_WHAT IS EXPECTED_. When a record holds a picture, leave the picture out and copy everything else exactly.
------ SUPPLIED DATA
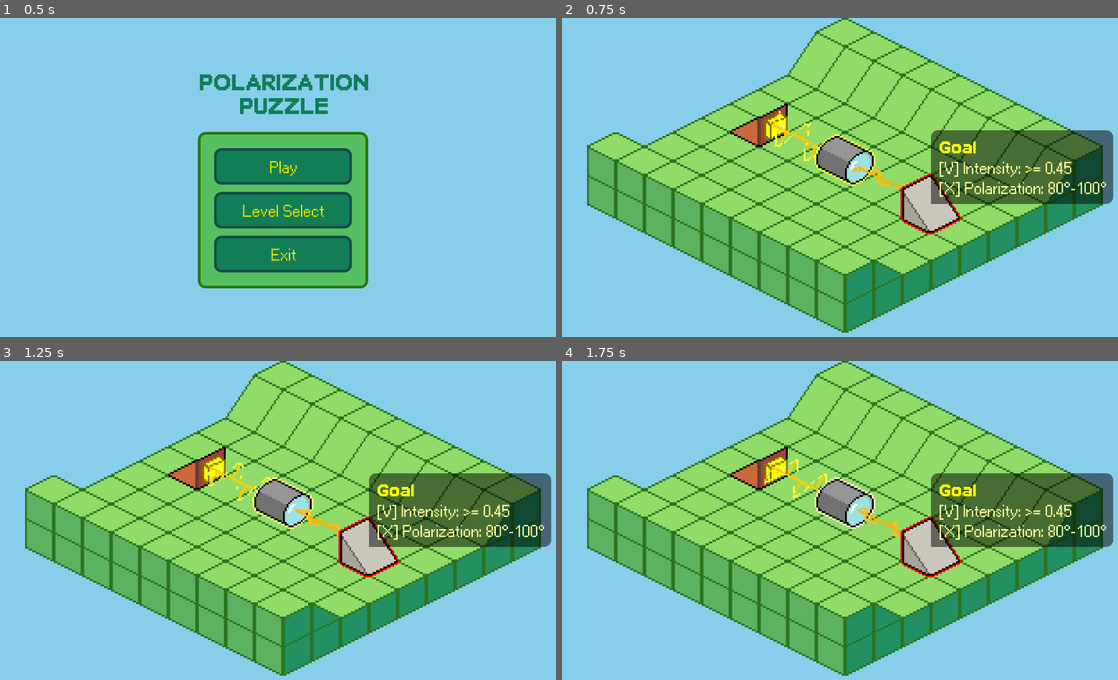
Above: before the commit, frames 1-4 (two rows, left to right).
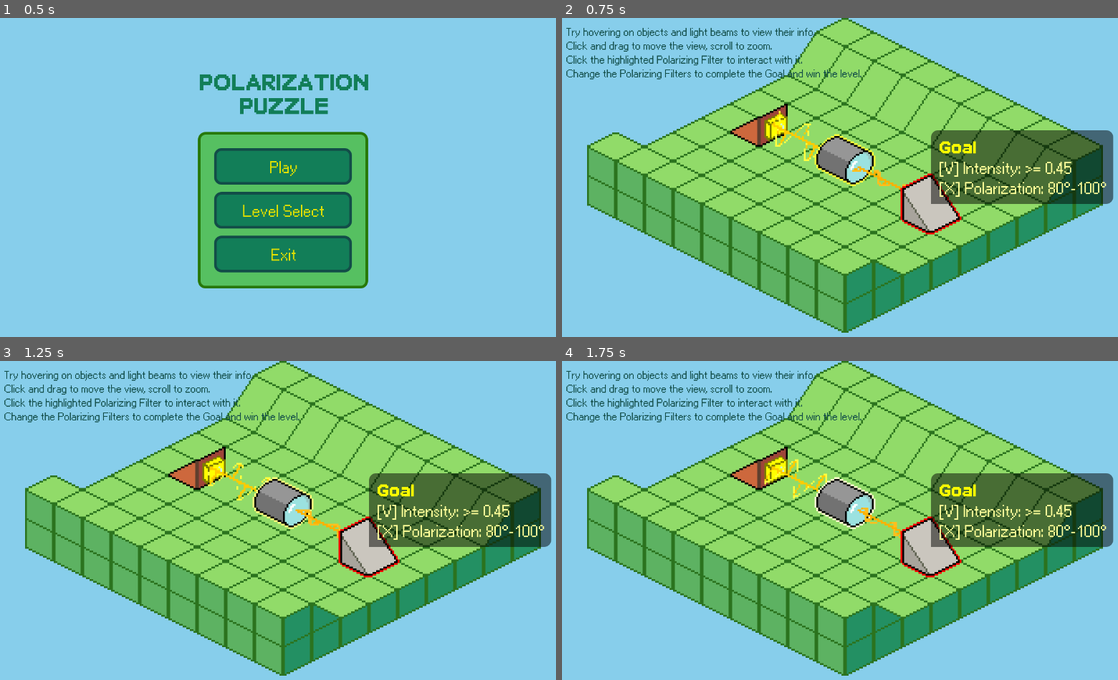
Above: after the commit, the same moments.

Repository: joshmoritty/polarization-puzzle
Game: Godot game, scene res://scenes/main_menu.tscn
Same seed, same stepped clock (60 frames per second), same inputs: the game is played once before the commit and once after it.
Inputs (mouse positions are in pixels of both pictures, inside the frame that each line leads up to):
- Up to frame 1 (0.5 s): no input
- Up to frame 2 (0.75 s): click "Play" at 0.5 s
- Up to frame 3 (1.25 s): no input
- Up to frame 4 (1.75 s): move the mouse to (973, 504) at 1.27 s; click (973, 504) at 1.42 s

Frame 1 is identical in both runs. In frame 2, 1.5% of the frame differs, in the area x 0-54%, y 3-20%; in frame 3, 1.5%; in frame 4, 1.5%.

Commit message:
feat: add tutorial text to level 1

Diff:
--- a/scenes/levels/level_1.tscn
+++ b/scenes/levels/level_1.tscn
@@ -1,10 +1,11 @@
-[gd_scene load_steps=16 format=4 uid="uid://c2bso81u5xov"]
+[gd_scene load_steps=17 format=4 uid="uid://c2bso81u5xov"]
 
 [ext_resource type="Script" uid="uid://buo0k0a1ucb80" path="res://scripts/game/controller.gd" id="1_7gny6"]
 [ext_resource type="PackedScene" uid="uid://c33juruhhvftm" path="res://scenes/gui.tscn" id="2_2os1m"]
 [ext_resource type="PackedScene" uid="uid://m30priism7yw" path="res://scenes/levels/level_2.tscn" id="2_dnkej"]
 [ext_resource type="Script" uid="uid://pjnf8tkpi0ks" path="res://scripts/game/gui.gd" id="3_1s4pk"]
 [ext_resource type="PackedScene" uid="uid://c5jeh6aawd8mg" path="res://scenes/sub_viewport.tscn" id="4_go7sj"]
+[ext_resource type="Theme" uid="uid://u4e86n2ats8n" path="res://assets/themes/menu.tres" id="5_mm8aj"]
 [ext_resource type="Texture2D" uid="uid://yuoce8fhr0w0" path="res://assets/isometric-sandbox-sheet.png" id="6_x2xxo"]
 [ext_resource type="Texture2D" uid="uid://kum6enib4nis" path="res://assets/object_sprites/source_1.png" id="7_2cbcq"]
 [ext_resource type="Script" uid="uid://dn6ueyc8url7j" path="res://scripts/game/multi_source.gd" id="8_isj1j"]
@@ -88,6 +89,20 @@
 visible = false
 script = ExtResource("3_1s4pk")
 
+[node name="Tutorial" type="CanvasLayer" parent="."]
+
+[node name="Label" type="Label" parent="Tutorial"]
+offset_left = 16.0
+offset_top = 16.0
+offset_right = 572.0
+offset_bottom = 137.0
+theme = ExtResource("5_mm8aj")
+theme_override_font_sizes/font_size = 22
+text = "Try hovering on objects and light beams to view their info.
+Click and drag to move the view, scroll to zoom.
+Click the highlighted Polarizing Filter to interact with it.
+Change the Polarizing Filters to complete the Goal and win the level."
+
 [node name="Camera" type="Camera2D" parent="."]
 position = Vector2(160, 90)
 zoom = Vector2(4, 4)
------------
_OUTPUT OF THE TASK_.
Above: before the commit, frames 1-4 (two rows, left to right).
Above: after the commit, the same moments.

Repository: joshmoritty/polarization-puzzle
Game: Godot game, scene res://scenes/main_menu.tscn
Same seed, same stepped clock (60 frames per second), same inputs: the game is played once before the commit and once after it.
Inputs (mouse positions are in pixels of both pictures, inside the frame that each line leads up to):
- Up to frame 1 (0.5 s): no input
- Up to frame 2 (0.75 s): click "Play" at 0.5 s
- Up to frame 3 (1.25 s): no input
- Up to frame 4 (1.75 s): move the mouse to (973, 504) at 1.27 s; click (973, 504) at 1.42 s

Frame 1 is identical in both runs. In frame 2, 1.5% of the frame differs, in the area x 0-54%, y 3-20%; in frame 3, 1.5%; in frame 4, 1.5%.

Commit message:
feat: add tutorial text to level 1

Diff:
--- a/scenes/levels/level_1.tscn
+++ b/scenes/levels/level_1.tscn
@@ -1,10 +1,11 @@
-[gd_scene load_steps=16 format=4 uid="uid://c2bso81u5xov"]
+[gd_scene load_steps=17 format=4 uid="uid://c2bso81u5xov"]
 
 [ext_resource type="Script" uid="uid://buo0k0a1ucb80" path="res://scripts/game/controller.gd" id="1_7gny6"]
 [ext_resource type="PackedScene" uid="uid://c33juruhhvftm" path="res://scenes/gui.tscn" id="2_2os1m"]
 [ext_resource type="PackedScene" uid="uid://m30priism7yw" path="res://scenes/levels/level_2.tscn" id="2_dnkej"]
 [ext_resource type="Script" uid="uid://pjnf8tkpi0ks" path="res://scripts/game/gui.gd" id="3_1s4pk"]
 [ext_resource type="PackedScene" uid="uid://c5jeh6aawd8mg" path="res://scenes/sub_viewport.tscn" id="4_go7sj"]
+[ext_resource type="Theme" uid="uid://u4e86n2ats8n" path="res://assets/themes/menu.tres" id="5_mm8aj"]
 [ext_resource type="Texture2D" uid="uid://yuoce8fhr0w0" path="res://assets/isometric-sandbox-sheet.png" id="6_x2xxo"]
 [ext_resource type="Texture2D" uid="uid://kum6enib4nis" path="res://assets/object_sprites/source_1.png" id="7_2cbcq"]
 [ext_resource type="Script" uid="uid://dn6ueyc8url7j" path="res://scripts/game/multi_source.gd" id="8_isj1j"]
@@ -88,6 +89,20 @@
 visible = false
 script = ExtResource("3_1s4pk")
 
+[node name="Tutorial" type="CanvasLayer" parent="."]
+
+[node name="Label" type="Label" parent="Tutorial"]
+offset_left = 16.0
+offset_top = 16.0
+offset_right = 572.0
+offset_bottom = 137.0
+theme = ExtResource("5_mm8aj")
+theme_override_font_sizes/font_size = 22
+text = "Try hovering on objects and light beams to view their info.
+Click and drag to move the view, scroll to zoom.
+Click the highlighted Polarizing Filter to interact with it.
+Change the Polarizing Filters to complete the Goal and win the level."
+
 [node name="Camera" type="Camera2D" parent="."]
 position = Vector2(160, 90)
 zoom = Vector2(4, 4)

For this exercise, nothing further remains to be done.